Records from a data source
■ ■ ■ ■ ■
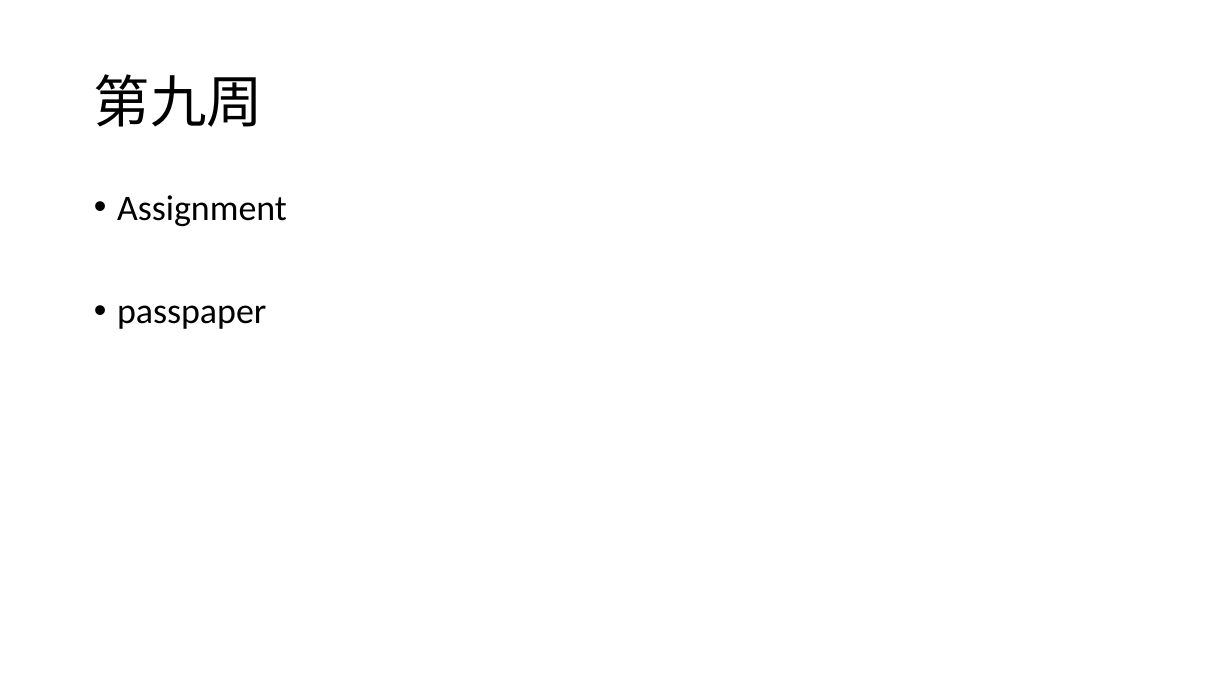
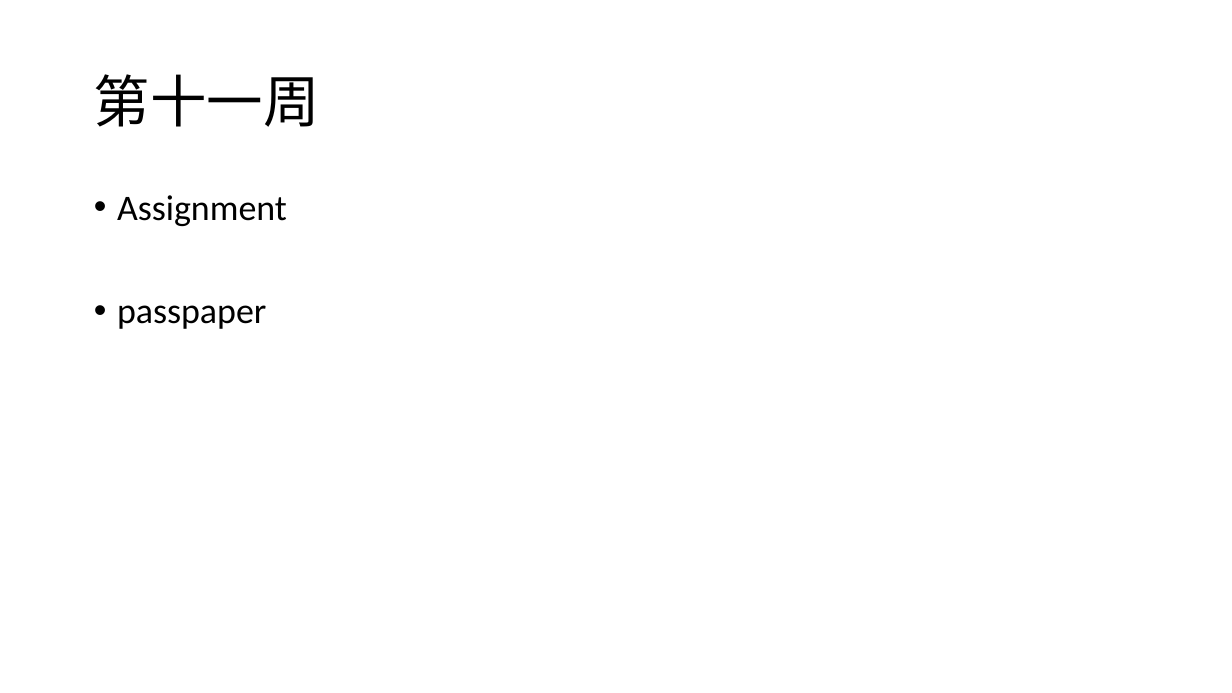
Before and after one commit to HicirTech/yoututor-comp603, a slide deck: slide 2 of w11.pptx. Drawn at 1232x693 pixels with LibreOffice and Linux fonts; fonts in the diff are those of the drawing. Boxes give left, top, right and bottom in pixels: in the first picture for what was removed or moved away, otherwise in the second. Text is boxed around its words. In the diff, an @@ line names an element or a change of style, - is before the commit and + after.

```diff
--- a/w11.pptx
+++ b/w11.pptx
@@ title at (94,74,320,127): text changed @@
-第九周
+第十一周
```
Also in this commit, not shown: 9 other slides changed, 1 slide added.
■ ■ ■ ■ ■
→ Exercise instructions
In the answer, the entries should be restated verbatim, with all pictures omitted.

→ Exercise answer
Before and after one commit to HicirTech/yoututor-comp603, a slide deck: slide 2 of w11.pptx. Drawn at 1232x693 pixels with LibreOffice and Linux fonts; fonts in the diff are those of the drawing. Boxes give left, top, right and bottom in pixels: in the first picture for what was removed or moved away, otherwise in the second. Text is boxed around its words. In the diff, an @@ line names an element or a change of style, - is before the commit and + after.

```diff
--- a/w11.pptx
+++ b/w11.pptx
@@ title at (94,74,320,127): text changed @@
-第九周
+第十一周
```
Also in this commit, not shown: 9 other slides changed, 1 slide added.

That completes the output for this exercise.